TASK BRIEF — Without any pictures, copy the records below once more, exactly as they are.

────

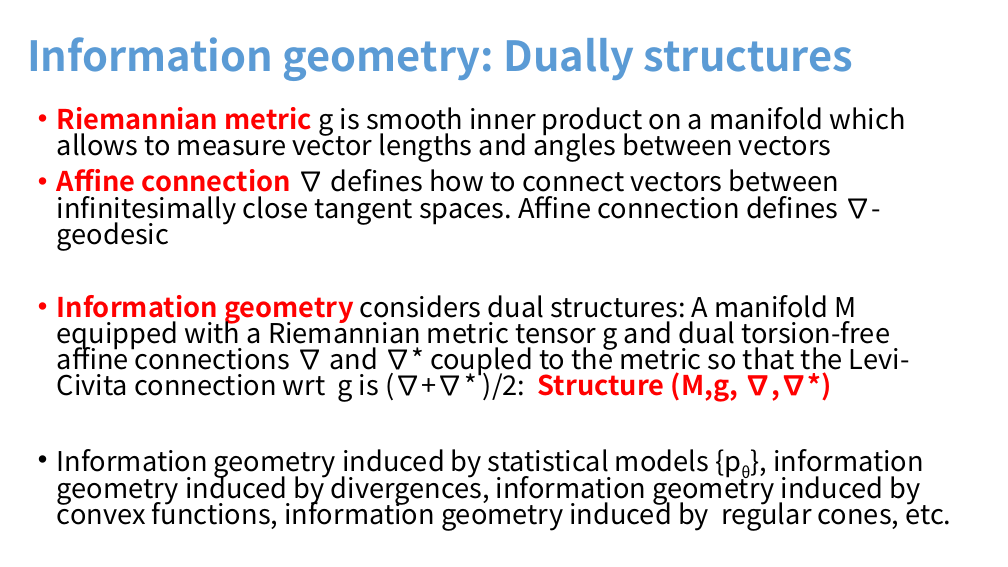
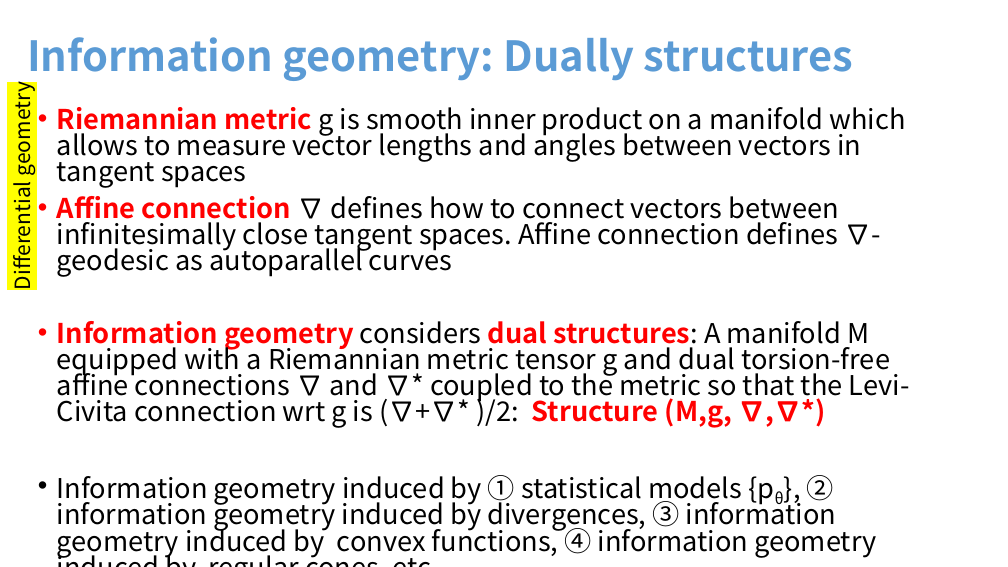
Before and after one commit to FrankNielsen/FrankNielsen.github.io, a slide deck: slide 12 of PPTX/DivergencesComparativeConvexity-FrankNIELSEN.pptx (slide 9 before the commit). Drawn at 1008x567 pixels with LibreOffice and Linux fonts; fonts in the diff are those of the drawing. Boxes give left, top, right and bottom in pixels: in the first picture for what was removed or moved away, otherwise in the second. Text is boxed around its words. In the diff, an @@ line names an element or a change of style, - is before the commit and + after.

```diff
--- a/PPTX/DivergencesComparativeConvexity-FrankNIELSEN.pptx
+++ b/PPTX/DivergencesComparativeConvexity-FrankNIELSEN.pptx
@@ text added at [7,91,37,287], 20 pt, text #000000 @@
+Differential geometry
@@ text at [57,107,906,277]: text changed @@
-• Riemannian metric g is smooth inner product on a manifold which allows to measure vector lengths and angles between vectors
-• Affine connection ∇ defines how to connect vectors between infinitesimally close tangent spaces. Affine connection defines ∇-geodesic
+• Riemannian metric g is smooth inner product on a manifold which allows to measure vector lengths and angles between vectors in tangent spaces
+• Affine connection ∇ defines how to connect vectors between infinitesimally close tangent spaces. Affine connection defines ∇-geodesic as autoparallel curves
@@ text at [57,321,910,428]: text colour #000000 to #FF0000, bold on in "dual structures:" @@
@@ text at [57,475,876,557]: text changed @@
-• Information geometry induced by statistical models {pθ}, information geometry induced by divergences, information geometry induced by convex functions, information geometry induced by regular cones, etc.
+• Information geometry induced by ① statistical models {pθ}, ② information geometry induced by divergences, ③ information geometry induced by convex functions, ④ information geometry induced by regular cones, etc.
```
Also in this commit, not shown: 27 other slides changed, 8 slides added, 4 other files.

────

EXERCISE ANSWER —
Before and after one commit to FrankNielsen/FrankNielsen.github.io, a slide deck: slide 12 of PPTX/DivergencesComparativeConvexity-FrankNIELSEN.pptx (slide 9 before the commit). Drawn at 1008x567 pixels with LibreOffice and Linux fonts; fonts in the diff are those of the drawing. Boxes give left, top, right and bottom in pixels: in the first picture for what was removed or moved away, otherwise in the second. Text is boxed around its words. In the diff, an @@ line names an element or a change of style, - is before the commit and + after.

```diff
--- a/PPTX/DivergencesComparativeConvexity-FrankNIELSEN.pptx
+++ b/PPTX/DivergencesComparativeConvexity-FrankNIELSEN.pptx
@@ text added at [7,91,37,287], 20 pt, text #000000 @@
+Differential geometry
@@ text at [57,107,906,277]: text changed @@
-• Riemannian metric g is smooth inner product on a manifold which allows to measure vector lengths and angles between vectors
-• Affine connection ∇ defines how to connect vectors between infinitesimally close tangent spaces. Affine connection defines ∇-geodesic
+• Riemannian metric g is smooth inner product on a manifold which allows to measure vector lengths and angles between vectors in tangent spaces
+• Affine connection ∇ defines how to connect vectors between infinitesimally close tangent spaces. Affine connection defines ∇-geodesic as autoparallel curves
@@ text at [57,321,910,428]: text colour #000000 to #FF0000, bold on in "dual structures:" @@
@@ text at [57,475,876,557]: text changed @@
-• Information geometry induced by statistical models {pθ}, information geometry induced by divergences, information geometry induced by convex functions, information geometry induced by regular cones, etc.
+• Information geometry induced by ① statistical models {pθ}, ② information geometry induced by divergences, ③ information geometry induced by convex functions, ④ information geometry induced by regular cones, etc.
```
Also in this commit, not shown: 27 other slides changed, 8 slides added, 4 other files.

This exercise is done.